17/08/2026
𝗖𝗛𝗨𝗕𝗨𝗧: 𝗗𝗘 𝗟𝗔 𝗘𝗠𝗘𝗥𝗚𝗘𝗡𝗖𝗜𝗔 𝗛𝗜𝗗𝗥𝗜𝗖𝗔 𝗔 𝗟𝗔 𝗜𝗡𝗦𝗧𝗔𝗟𝗔𝗖𝗜Ó𝗡 𝗗𝗘 𝗨𝗡 𝗠𝗘𝗚𝗔 𝗗𝗔𝗧𝗔𝗖𝗘𝗡𝗧𝗘𝗥 𝗘𝗡 𝗧𝗥𝗘𝗟𝗘𝗪.
(Tiempo de lectura: 8 minutos)
Por: Carlos A. Silvestri
Para: Mesa Nac. del M.A.
Días pasados (el viernes 31/7), el Gobernador de Chubut, Ignacio Torres, presentó en la Legislatura pvcial., el proyecto de Ley 86/26, que declararía la emergencia hídrica por un año, debido a las alarmantes bajadas de los caudales de los Ríos Chubut y Senguer.
Esto produjo como consecuencia, una mayor dependencia de las reservas acumuladas en el Embalse Ameghino para abastecer la demanda urbana y las de las áreas productivas.
De aprobarse la iniciativa, el Instit.Pvcial.del Agua (IPA) y la Secret.de Infraestr.Energ. y Planific.; quedarían facultados para implementar acciones para mitigar los efectos de la crisis hídrica.
Uno de los ejes previstos en el proyecto, es la utilización de las reservas de agua subterránea, como complemento de las superficiales, 𝐪𝐮𝐞 𝐩𝐨𝐝𝐫á 𝐬𝐞𝐫 𝐢𝐧𝐜𝐨𝐫𝐩𝐨𝐫𝐚𝐝𝐚 𝐩𝐚𝐫𝐚 𝐝𝐢𝐬𝐭𝐢𝐧𝐭𝐨𝐬 𝐮𝐬𝐨𝐬, 𝐜𝐮𝐚𝐧𝐝𝐨 𝐫𝐞𝐬𝐮𝐥𝐭𝐞 𝐧𝐞𝐜𝐞𝐬𝐚𝐫𝐢𝐨 𝐜𝐨𝐦𝐩𝐞𝐧𝐬𝐚𝐫 𝐥𝐚 𝐝𝐢𝐬𝐦𝐢𝐧𝐮𝐜𝐢ó𝐧 𝐝𝐞 𝐜𝐚𝐮𝐝𝐚𝐥𝐞𝐬 𝐞𝐧 𝐫í𝐨𝐬 𝐲 𝐞𝐦𝐛𝐚𝐥𝐬𝐞𝐬. (El Chubut 01/08)
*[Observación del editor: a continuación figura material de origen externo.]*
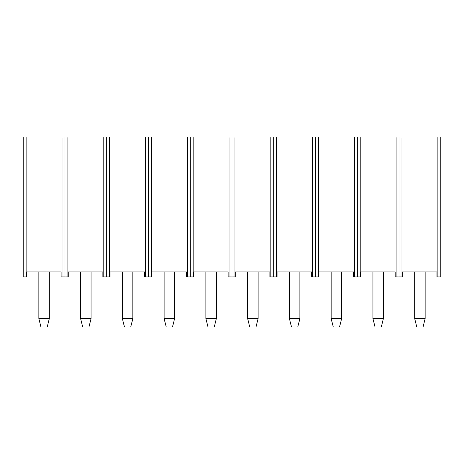 <?xml version="1.0" encoding="UTF-8"?>
<svg xmlns="http://www.w3.org/2000/svg" width="464" height="464" viewBox="0 0 464 464"><rect width="100%" height="100%" fill="white"/><g stroke="black" fill="none" stroke-linecap="round" stroke-linejoin="round"><path stroke-width="0.7" d="M23.2 136.996L64.96 136.996L64.96 276.892L62.037 276.892L62.037 136.996L26.123 136.996L26.123 276.892L26.494 276.892L26.494 271.939L61.12 271.939L61.12 276.892L68.254 276.892L68.254 271.939L102.88 271.939L102.88 276.892L103.797 276.892L103.797 136.996L106.72 136.996L106.72 276.892L103.797 276.892L110.014 276.892L110.014 271.939L144.64 271.939L144.64 276.892L145.557 276.892L145.557 136.996L148.48 136.996L148.48 276.892L145.557 276.892L151.774 276.892L151.774 271.939L186.4 271.939L186.4 276.892L187.317 276.892L187.317 136.996L190.24 136.996L190.24 276.892L187.317 276.892L193.534 276.892L193.534 271.939L228.16 271.939L228.16 276.892L229.077 276.892L229.077 136.996L232 136.996L232 276.892L229.077 276.892L235.294 276.892L235.294 271.939L269.92 271.939L269.92 276.892L270.837 276.892L270.837 136.996L273.76 136.996L273.76 276.892L270.837 276.892L277.054 276.892L277.054 271.939L311.68 271.939L311.68 276.892L312.597 276.892L312.597 136.996L315.52 136.996L315.52 276.892L312.597 276.892L318.814 276.892L318.814 271.939L353.44 271.939L353.44 276.892L354.357 276.892L354.357 136.996L357.28 136.996L357.28 276.892L354.357 276.892L360.574 276.892L360.574 271.939L395.2 271.939L395.2 276.892L396.117 276.892L396.117 136.996L399.04 136.996L399.04 276.892L396.117 276.892L402.334 276.892L402.334 271.939L436.96 271.939L436.96 276.892L437.877 276.892L437.877 136.996L440.8 136.996L440.8 276.892L437.877 276.892L440.8 276.892L440.8 136.996L401.963 136.996L437.877 136.996L437.877 276.892L436.96 276.892L436.96 271.939L402.334 271.939L402.334 276.892L399.04 276.892L399.04 136.996L399.04 276.892L399.04 136.996L401.963 136.996L401.963 276.892L401.963 136.996L360.203 136.996L396.117 136.996L396.117 276.892L395.2 276.892L395.2 271.939L360.574 271.939L360.574 276.892L357.28 276.892L357.28 136.996L357.28 276.892L357.28 136.996L360.203 136.996L360.203 276.892L360.203 136.996L318.443 136.996L354.357 136.996L354.357 276.892L353.44 276.892L353.44 271.939L318.814 271.939L318.814 276.892L315.52 276.892L315.52 136.996L315.52 276.892L315.52 136.996L318.443 136.996L318.443 276.892L318.443 136.996L276.683 136.996L312.597 136.996L312.597 276.892L311.68 276.892L311.68 271.939L277.054 271.939L277.054 276.892L273.76 276.892L273.76 136.996L273.76 276.892L273.76 136.996L276.683 136.996L276.683 276.892L276.683 136.996L234.923 136.996L270.837 136.996L270.837 276.892L269.92 276.892L269.92 271.939L235.294 271.939L235.294 276.892L232 276.892L232 136.996L232 276.892L232 136.996L234.923 136.996L234.923 276.892L234.923 136.996L193.163 136.996L229.077 136.996L229.077 276.892L228.16 276.892L228.16 271.939L193.534 271.939L193.534 276.892L190.24 276.892L190.24 136.996L190.24 276.892L190.24 136.996L193.163 136.996L193.163 276.892L193.163 136.996L151.403 136.996L187.317 136.996L187.317 276.892L186.4 276.892L186.4 271.939L151.774 271.939L151.774 276.892L148.48 276.892L148.48 136.996L148.48 276.892L148.48 136.996L151.403 136.996L151.403 276.892L151.403 136.996L109.643 136.996L145.557 136.996L145.557 276.892L144.64 276.892L144.64 271.939L110.014 271.939L110.014 276.892L106.72 276.892L106.72 136.996L106.72 276.892L106.72 136.996L109.643 136.996L109.643 276.892L109.643 136.996L67.883 136.996L103.797 136.996L103.797 276.892L102.88 276.892L102.88 271.939L68.254 271.939L68.254 276.892L64.96 276.892L64.96 136.996L64.96 276.892L64.96 136.996L67.883 136.996L67.883 276.892L67.883 136.996L62.037 136.996L62.037 276.892L61.12 276.892L61.12 271.939L26.494 271.939L26.494 276.892L23.2 276.892L26.123 276.892L26.123 136.996L23.2 136.996L23.2 276.892L23.2 136.996M47.212 327.004L40.948 327.004L38.86 318.652L49.3 318.652L49.3 271.939L49.3 318.652L47.212 327.004L49.3 318.652L38.86 318.652L38.86 271.939L38.86 318.652L40.948 327.004L47.212 327.004M88.972 327.004L82.708 327.004L80.62 318.652L91.06 318.652L91.06 271.939L91.06 318.652L88.972 327.004L91.06 318.652L80.62 318.652L80.62 271.939L80.62 318.652L82.708 327.004L88.972 327.004M130.732 327.004L124.468 327.004L122.38 318.652L132.82 318.652L132.82 271.939L132.82 318.652L130.732 327.004L132.82 318.652L122.38 318.652L122.38 271.939L122.38 318.652L124.468 327.004L130.732 327.004M172.492 327.004L166.228 327.004L164.14 318.652L174.58 318.652L174.58 271.939L174.58 318.652L172.492 327.004L174.58 318.652L164.14 318.652L164.14 271.939L164.14 318.652L166.228 327.004L172.492 327.004M214.252 327.004L207.988 327.004L205.9 318.652L216.34 318.652L216.34 271.939L216.34 318.652L214.252 327.004L216.34 318.652L205.9 318.652L205.9 271.939L205.9 318.652L207.988 327.004L214.252 327.004M256.012 327.004L249.748 327.004L247.66 318.652L258.1 318.652L258.1 271.939L258.1 318.652L256.012 327.004L258.1 318.652L247.66 318.652L247.66 271.939L247.66 318.652L249.748 327.004L256.012 327.004M297.772 327.004L291.508 327.004L289.42 318.652L299.86 318.652L299.86 271.939L299.86 318.652L297.772 327.004L299.86 318.652L289.42 318.652L289.42 271.939L289.42 318.652L291.508 327.004L297.772 327.004M339.532 327.004L333.268 327.004L331.18 318.652L341.62 318.652L341.62 271.939L341.62 318.652L339.532 327.004L341.62 318.652L331.18 318.652L331.18 271.939L331.18 318.652L333.268 327.004L339.532 327.004M381.292 327.004L375.028 327.004L372.94 318.652L383.38 318.652L383.38 271.939L383.38 318.652L381.292 327.004L383.38 318.652L372.94 318.652L372.94 271.939L372.94 318.652L375.028 327.004L381.292 327.004M423.052 327.004L416.788 327.004L414.7 318.652L425.14 318.652L425.14 271.939L425.14 318.652L423.052 327.004L425.14 318.652L414.7 318.652L414.7 271.939L414.7 318.652L416.788 327.004L423.052 327.004"/></g></svg>

En este escenario, Torres presentó a la Legislatura casi simultáneamente al proyecto mencionado, el N° 84/26 que propende a incentivar la llegada mediante magnánimos beneficios fiscales y acceso a enormes fracciones de tierras (RIGI y SUPER RIGI); de inversores para la instalación de mega data centers.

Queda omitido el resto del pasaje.